━━ PROVIDED DATA
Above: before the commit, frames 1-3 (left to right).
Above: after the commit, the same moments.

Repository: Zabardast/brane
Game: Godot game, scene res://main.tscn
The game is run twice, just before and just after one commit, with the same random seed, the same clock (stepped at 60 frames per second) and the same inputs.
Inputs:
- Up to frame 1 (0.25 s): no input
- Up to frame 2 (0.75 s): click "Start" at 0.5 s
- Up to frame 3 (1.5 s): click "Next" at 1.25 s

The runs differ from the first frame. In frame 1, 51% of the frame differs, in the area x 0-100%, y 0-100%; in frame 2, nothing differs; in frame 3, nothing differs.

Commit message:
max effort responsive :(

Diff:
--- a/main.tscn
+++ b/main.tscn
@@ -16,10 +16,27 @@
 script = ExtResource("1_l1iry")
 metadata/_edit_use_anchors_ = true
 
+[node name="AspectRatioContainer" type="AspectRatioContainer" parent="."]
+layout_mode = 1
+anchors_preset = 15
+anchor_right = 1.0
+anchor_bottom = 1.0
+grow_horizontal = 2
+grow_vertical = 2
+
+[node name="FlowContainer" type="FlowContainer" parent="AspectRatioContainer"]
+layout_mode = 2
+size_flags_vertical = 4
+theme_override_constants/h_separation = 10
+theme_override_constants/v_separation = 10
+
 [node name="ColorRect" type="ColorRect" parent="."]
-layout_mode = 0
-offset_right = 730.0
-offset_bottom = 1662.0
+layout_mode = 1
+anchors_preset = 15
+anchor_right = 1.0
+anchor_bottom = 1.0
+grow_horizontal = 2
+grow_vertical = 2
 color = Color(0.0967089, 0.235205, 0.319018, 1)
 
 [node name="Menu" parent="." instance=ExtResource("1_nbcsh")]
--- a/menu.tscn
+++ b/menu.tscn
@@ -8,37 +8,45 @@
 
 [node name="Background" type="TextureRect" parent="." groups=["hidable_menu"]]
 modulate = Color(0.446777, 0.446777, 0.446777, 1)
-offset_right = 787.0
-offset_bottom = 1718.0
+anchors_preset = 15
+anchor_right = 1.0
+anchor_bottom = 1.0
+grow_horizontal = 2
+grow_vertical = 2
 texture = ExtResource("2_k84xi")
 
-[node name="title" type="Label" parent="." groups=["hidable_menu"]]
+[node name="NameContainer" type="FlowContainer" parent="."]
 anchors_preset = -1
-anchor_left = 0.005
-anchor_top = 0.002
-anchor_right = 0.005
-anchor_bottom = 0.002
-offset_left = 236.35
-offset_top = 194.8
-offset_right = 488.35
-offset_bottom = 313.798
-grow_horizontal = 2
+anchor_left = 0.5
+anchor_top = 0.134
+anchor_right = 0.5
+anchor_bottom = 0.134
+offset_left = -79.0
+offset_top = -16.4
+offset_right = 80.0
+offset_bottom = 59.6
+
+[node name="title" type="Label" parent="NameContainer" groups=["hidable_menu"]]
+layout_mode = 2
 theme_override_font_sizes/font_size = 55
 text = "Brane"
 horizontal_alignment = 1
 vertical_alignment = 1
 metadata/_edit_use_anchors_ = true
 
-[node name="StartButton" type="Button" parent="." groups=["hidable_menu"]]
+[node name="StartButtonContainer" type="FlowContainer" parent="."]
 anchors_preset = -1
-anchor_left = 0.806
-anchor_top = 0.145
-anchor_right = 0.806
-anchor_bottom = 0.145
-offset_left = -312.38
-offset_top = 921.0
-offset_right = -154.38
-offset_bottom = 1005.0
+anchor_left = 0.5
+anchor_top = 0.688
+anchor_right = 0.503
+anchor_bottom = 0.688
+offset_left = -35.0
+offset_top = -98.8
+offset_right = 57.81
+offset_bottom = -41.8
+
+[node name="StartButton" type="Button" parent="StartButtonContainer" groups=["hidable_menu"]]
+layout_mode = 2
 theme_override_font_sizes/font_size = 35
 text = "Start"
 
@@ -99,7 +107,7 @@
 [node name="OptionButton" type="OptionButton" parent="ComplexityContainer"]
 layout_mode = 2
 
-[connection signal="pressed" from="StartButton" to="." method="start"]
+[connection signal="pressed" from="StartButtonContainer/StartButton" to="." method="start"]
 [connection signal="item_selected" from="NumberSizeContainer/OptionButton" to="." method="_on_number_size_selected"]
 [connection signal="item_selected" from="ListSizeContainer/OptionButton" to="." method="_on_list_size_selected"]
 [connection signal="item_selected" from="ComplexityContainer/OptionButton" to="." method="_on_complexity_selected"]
━━━━
[TASK STATEMENT]
Where the string "main" appears in a line of the entries above, return that line.

[ANSWER FOR THE TASK]
Game: Godot game, scene res://main.tscn
--- a/main.tscn
+++ b/main.tscn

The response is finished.